Could Bitcoin Replace Fiat Currencies?

Don’t Believe the Hype

Chunky Monkey
4 min readFeb 28, 2021

Currency theory has become very popular in recent months. Due to the inflated level of interest, it has been thoroughly debased.

Jokes aside, I have noticed a lot of views expressed online and in the news that are based on a catastrophic lack of logical reasoning regarding currencies, namely our old friend Bitcoin. I am talking about statements like:

Bitcoin is digital gold

In 1988 , a wise man by the name of Flava Flave said, “Don’t Believe The Hype”. The massive clock hanging boldly from his neck clearly indicated to the uninitiated that he was a man who ‘knows what time it is’.

Flava Flave : “Don’t believe the hype”

Over 30 years later, those wise words ring ever more true. Bitcoin is not backed by gold. Bitcoin is a fiat currency. How so much time is spent analysing whether Bitcoin will replace fiat currencies is totally, mind-bogglingly, insane. I repeat:

BITCOIN IS A FIAT CURRENCY.

All ‘fiat’ means is that you can not trade the currency in for any real asset. Bitcoin is just as guilty of this “sin” as the US Dollar, Euro, Pound or any other of the fiat currencies.

A Bitcoin is basically just a line in a database. People like to use the word blockchain, but that is just a fancy word for a type of database. So I am going to call it a database.

This database has no real-life qualities in common with gold. Bitcoin enthusiasts say it was designed to mimic gold. The database can not be freely edited, so records in it are permanent, like gold. The total number of database lines and hence BTCs is limited, like the global gold supply.

On the surface the comparison appears true, but it is very easily disproven, because unlike gold, Bitcoin is 100% replicable. The technology exists today to create new cryptocurrencies that are indistinguishable from Bitcoin (or even superior to it), at will, at any time. The same can not be said for the world supply of gold. So Bitcoin is, in fact, nothing like gold at all.

Bitcoin also does not exhibit any of the kinds of qualities that led gold to be so widely used as money. Gold is eternal, not because some dusty old professor says so, but because of a real unique physical quality that gives it practical utility. That quality is that gold is the most non-reactive of all metals.

Unlike wheat, sheep or even silver, you can safely leave your stash of gold in your secret cave or vault for as long as you need without worrying about coming back to find it rusted, tarnished or otherwise spoiled. The historical reasons for using gold are practical and relate to real life utility. Bitcoin has no such practical advantages compared to other currencies. It is generally cumbersome and expensive to use relative to modern alternatives.

So with that we have established that Bitcoin is not like digital gold. Still, articles that talk about Bitcoin attract eyeballs and ad dollars and people who own it , or profit from selling it, will always want to talk up the price with arguments like:

Bitcoin has a higher long term value than Dollars because money printer go brrr

Money printer does indeed go brrr and this is leading to a range of mainly longer term issues that policy makers will need to confront.
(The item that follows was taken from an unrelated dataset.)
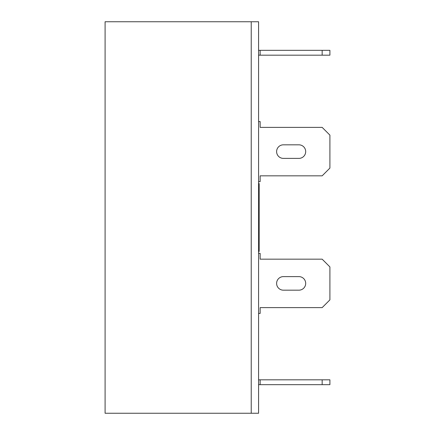 <?xml version="1.0" encoding="UTF-8"?>
<svg xmlns="http://www.w3.org/2000/svg" width="435" height="435" viewBox="0 0 435 435"><rect width="100%" height="100%" fill="white"/><g stroke="black" fill="none" stroke-linecap="round" stroke-linejoin="round"><path stroke-width="0.65" d="M258.586 183.581L259.168 183.581L259.168 251.419L258.586 251.419M105.091 413.25L251.223 413.25L251.223 21.75L251.223 413.25L258.586 413.25L258.586 21.75L105.091 21.75L105.091 413.25M258.586 50.335L329.909 50.335L329.909 55.185L258.586 55.185M260.141 50.335L260.141 55.185M322.161 50.335L322.161 55.185M258.586 181.645L260.141 181.645L260.141 175.832L322.161 175.832L329.909 168.079L329.909 135.127L322.161 127.379L260.141 127.379L260.141 121.561L258.586 121.561M283.397 158.389L298.899 158.389A6.786 6.786 0 0 0 305.685 151.603A6.786 6.786 0 0 0 298.899 144.822L283.397 144.822A6.786 6.786 0 0 0 276.611 151.603A6.786 6.786 0 0 0 283.397 158.389M258.586 379.815L329.909 379.815L329.909 384.665L258.586 384.665M260.141 379.815L260.141 384.665M322.161 379.815L322.161 384.665M258.586 253.355L260.141 253.355L260.141 259.168L322.161 259.168L329.909 266.921L329.909 299.873L322.161 307.621L260.141 307.621L260.141 313.439L258.586 313.439M283.397 290.178A6.786 6.786 0 0 1 276.611 283.397A6.786 6.786 0 0 1 283.397 276.611L298.899 276.611A6.786 6.786 0 0 1 305.685 283.397A6.786 6.786 0 0 1 298.899 290.178L283.397 290.178"/></g></svg>

Inflation, however, is not one of them. Indeed, if it were, and if Bitcoin was being used as a hedge against inflation, we would see the gold price and Bitcoin price rising more or less in sync with one another. They do not.

In spite all of the monetary jiggery pokery going on, the US Dollar and other currencies have something backing them that Bitcoin lacks. That is, big ole’ governments with big ole’ armies, police and guns.

The bottom line is, you can’t pay the US tax authorities in Bitcoin, just like you can’t pay them in Euros, Pesos or Exotic Options Contracts on Corn Futures. If you want to pay that tax bill and stay out of Federal Prison for another year, well, you better get yourself some US Dollars.

This system forms the base of a number of mechanisms that create consistent , large scale demand for all government-issued currencies. For example, international trade. Knowing that they will have to pay their taxes (as well as, consequently many suppliers) in US Dollars, US exporters and US owned foreign entities convert any earnings from foreign sources back into US Dollars, or require their customers to do so and pay them in US Dollars.

There is a natural, systemic demand for US Dollars in the world, underpinned by the US Government sanctioning the US Dollar as its currency of choice. So whilst Dollars are fiat currency and backed only by belief, that belief is itself backed by a massive and heavily entrenched global system, underpinned by the raw power of the US Government and the US economic powerhouse it controls.

Bitcoin, on the other hand, is pure belief. The fiattest of fiats, the price of that line in that database rises and falls on pure, unadulterated speculation of what a greater fool might pay for it in the future. So remember the wise words of Flava Flave when the marketers come around comparing Bitcoin and fiat money. BTC is not just fiat money it is the purest form of fiat money, with nothing to back the belief that underpins it.

Disclaimer: This article is not financial advice. I do not currently hold any long or short positions in gold, currencies or any cryptos.